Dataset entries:
▬▬▬

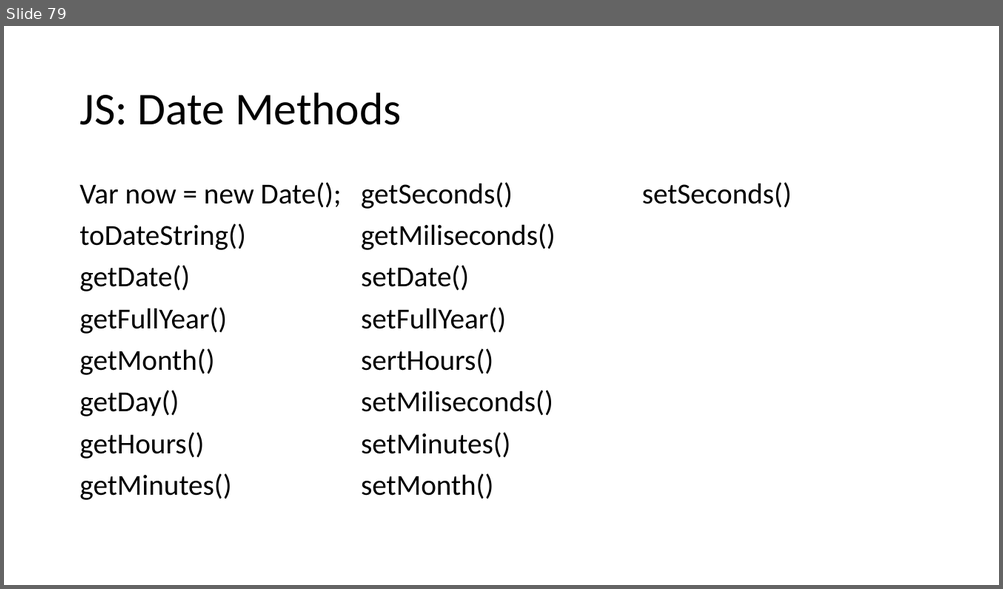
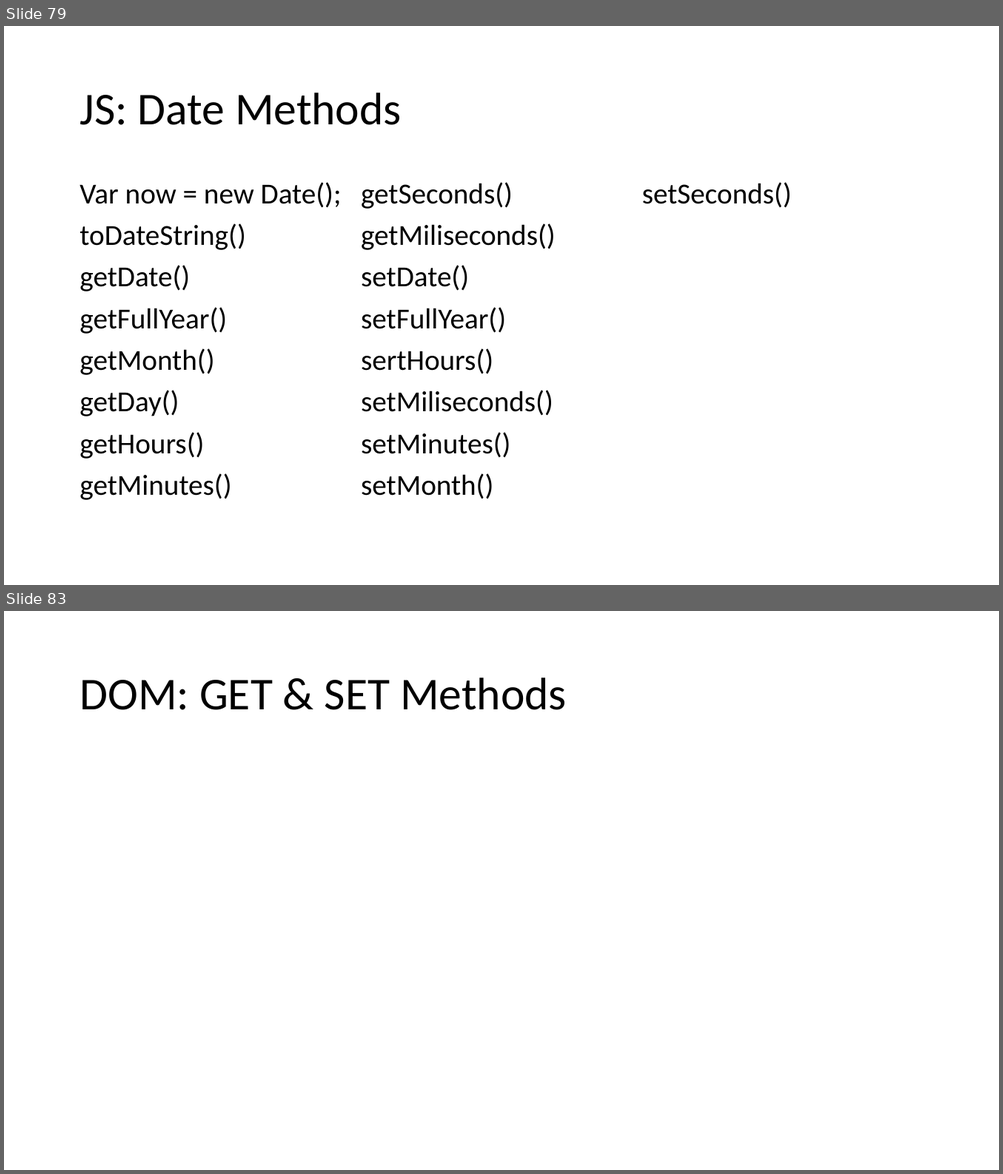
Before and after one commit to PiyushChaturvedii/Batch04, a slide deck: JavaScript.pptx. Shown one above the other, each under a label of ours: slide 79 before the commit, slides 79 and 83 after it; the slides between them are not shown. The pictures are 1003x589 and 1003x1174 pixels, drawn with LibreOffice and Linux fonts; fonts in the diff are those of the drawing. Boxes give left, top, right and bottom in pixels: in the first picture for what was removed or moved away, otherwise in the second. Text is boxed around its words. In the diff, an @@ line names an element or a change of style, - is before the commit and + after.

```diff
--- a/JavaScript.pptx
+++ b/JavaScript.pptx
@@ slide 83 added at <box>4,611,999,1170</box>, background #FFFFFF @@
@@ title added at <box>79,678,566,710</box>, 44 pt, text #000000 @@
+DOM: GET & SET Methods
```
Also in this commit, not shown: 1 slide changed, 4 other slides added, 2 other files.
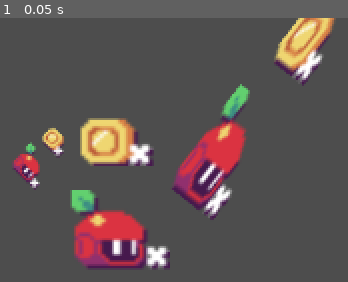
Above: before the commit, frame 1.
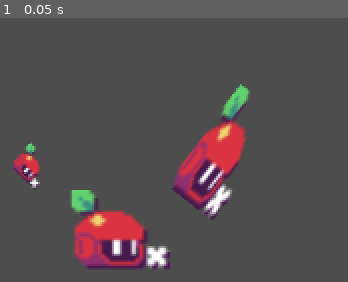
Above: after the commit, the same moment.

Repository: CodyBenn/Godot-Learning
Game: Godot game, scene res://Test_Scene.tscn
The game is run twice, just before and just after one commit, with the same random seed, the same clock (stepped at 60 frames per second) and the same inputs.
Inputs:
- Up to frame 1 (0.05 s): no input

The runs differ from the first frame. In frame 1, 6.3% of the frame differs, in the area x 12-97%, y 0-57%.

Commit message:
Collider Boxes

Diff:
--- a/Intro to Godot/Player_Prefab.tscn
+++ b/Intro to Godot/Player_Prefab.tscn
@@ -1,12 +1,14 @@
 [gd_scene load_steps=3 format=3 uid="uid://c1ke8q6v7ud1m"]
 
 [ext_resource type="Texture2D" uid="uid://et35oertqn5a" path="res://Sprites/HUD-life-count.png" id="1_2ifpd"]
-[ext_resource type="Texture2D" uid="uid://b0rkijrsqub1c" path="res://Sprites/HUD-coin-count.png" id="2_obsyc"]
+
+[sub_resource type="RectangleShape2D" id="RectangleShape2D_wlnsx"]
+size = Vector2(16, 16)
 
 [node name="Player" type="Sprite2D"]
 position = Vector2(100, 100)
 texture = ExtResource("1_2ifpd")
 
-[node name="Hud-coin-count" type="Sprite2D" parent="."]
-position = Vector2(-1, -24)
-texture = ExtResource("2_obsyc")
+[node name="CollisionShape2D" type="CollisionShape2D" parent="."]
+position = Vector2(-3, 3)
+shape = SubResource("RectangleShape2D_wlnsx")
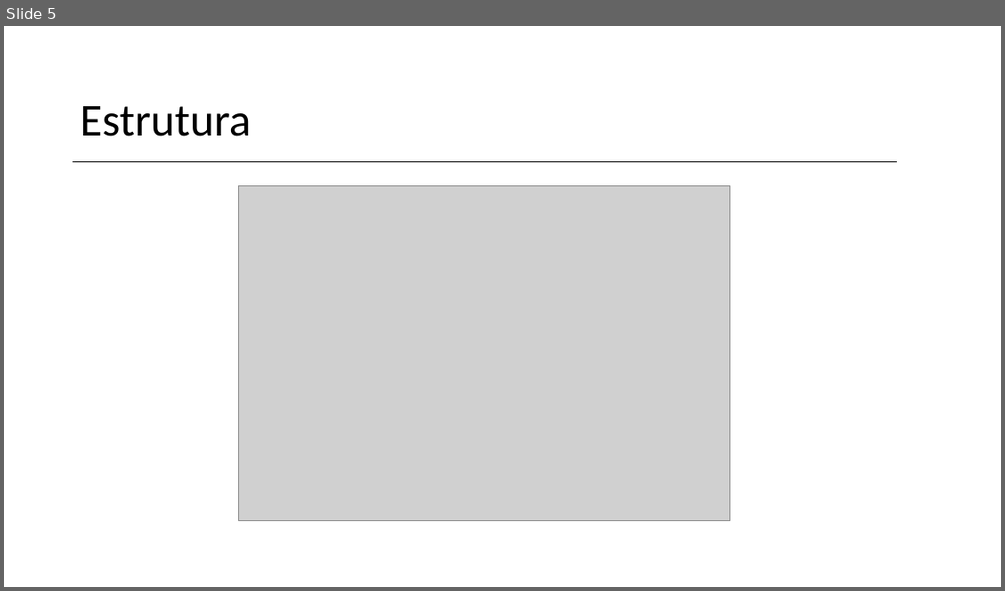
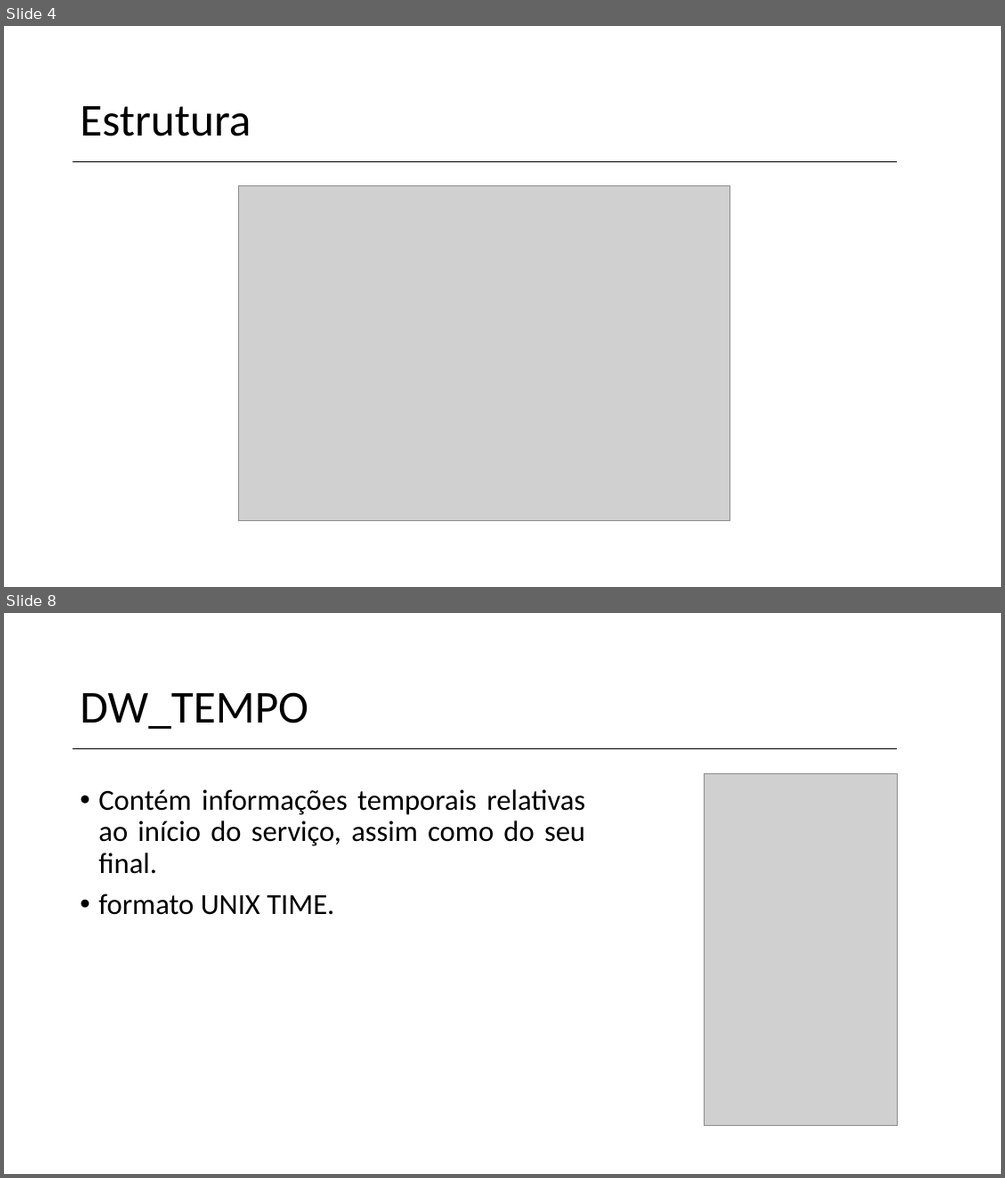
Before and after one commit to vanessa-silva/TABD-datawarehouse, a slide deck: Data-Warehouse.pptx. Shown one above the other, each under a label of ours: slide 5 before the commit, slides 4 and 8 after it; the slides between them are not shown. The pictures are 1005x591 and 1005x1178 pixels, drawn with LibreOffice and Linux fonts; fonts in the diff are those of the drawing; grey boxes stand for pictures; background and template pictures are left out. Boxes give left, top, right and bottom in pixels: in the first picture for what was removed or moved away, otherwise in the second. Text is boxed around its words. In the diff, an @@ line names an element or a change of style, - is before the commit and + after.

```diff
--- a/Data-Warehouse.pptx
+++ b/Data-Warehouse.pptx
@@ slide 8 added at (x1=4, y1=613, x2=1001, y2=1174), background picture (left out) @@
@@ title added at (x1=80, y1=692, x2=308, y2=729), 44 pt, text #000000 @@
+DW_TEMPO
@@ line added from (73, 749) to (897, 749), #000000 1 pt @@
@@ text added at (x1=98, y1=789, x2=585, y2=915), 28 pt, text #000000 @@
+• Contém informações temporais relativas ao início do serviço, assim como do seu final.
+• formato UNIX TIME.
@@ picture added at (x1=704, y1=774, x2=897, y2=1126) @@
@@ what was slide 5 is now slide 4 @@
```
Also in this commit, not shown: 2 slides changed, 16 other slides added, 3 slides removed, 16 other files.
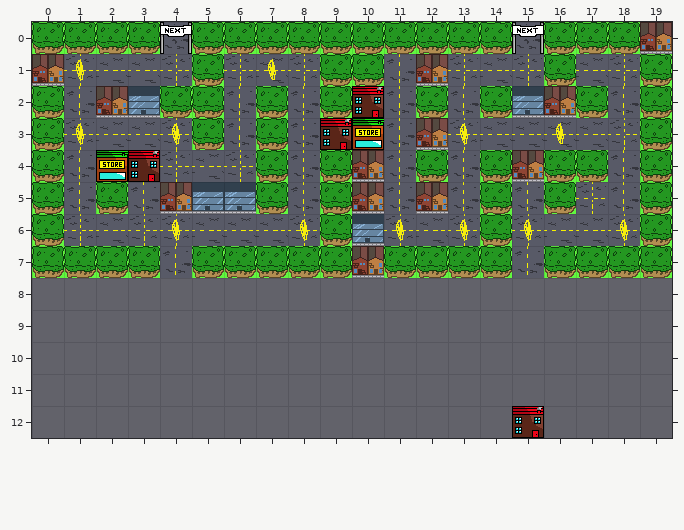
A Tiled map gets an edit: static/maps/test_map_3.tmx. That is the earlier state.
Cells are 32x32 px. Shown: x 0..19, y 0..12.
New version:
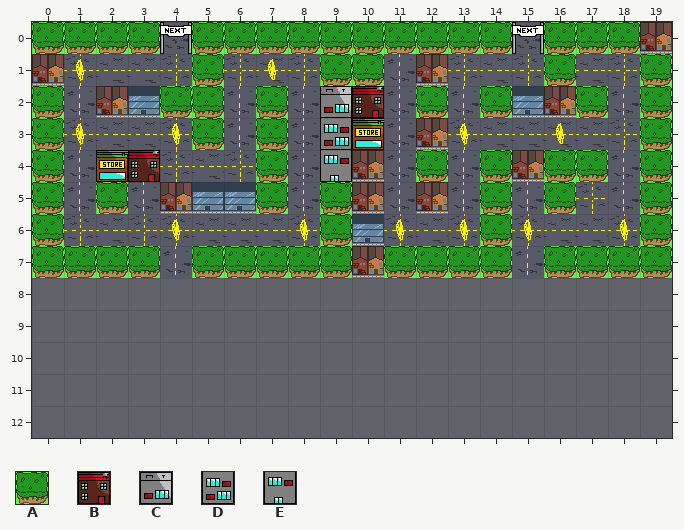
Key: from "draw": A 5, B 15, C 16, D 17, E 18.
_ is an empty cell.
Changes in this commit:
Layer "Draw Layer":
Tile A becomes tile C in row 2 at x 9.
Tile B becomes tile D in row 3 at x 9.
Tile A becomes tile E in row 4 at x 9.
Tile B is removed in row 12 at x 15.
Boxes around the changes in both pictures, in picture pixels (x1, y1, x2, y2):
changed: (320, 86, 352, 182)
removed: (512, 406, 544, 438)

▬▬▬

Whenever "type" occurs in a line of the entries, copy that line.

 [ext_resource type="Texture2D" uid="uid://et35oertqn5a" path="res://Sprites/HUD-life-count.png" id="1_2ifpd"]
-[ext_resource type="Texture2D" uid="uid://b0rkijrsqub1c" path="res://Sprites/HUD-coin-count.png" id="2_obsyc"]
+[sub_resource type="RectangleShape2D" id="RectangleShape2D_wlnsx"]
 [node name="Player" type="Sprite2D"]
-[node name="Hud-coin-count" type="Sprite2D" parent="."]
+[node name="CollisionShape2D" type="CollisionShape2D" parent="."]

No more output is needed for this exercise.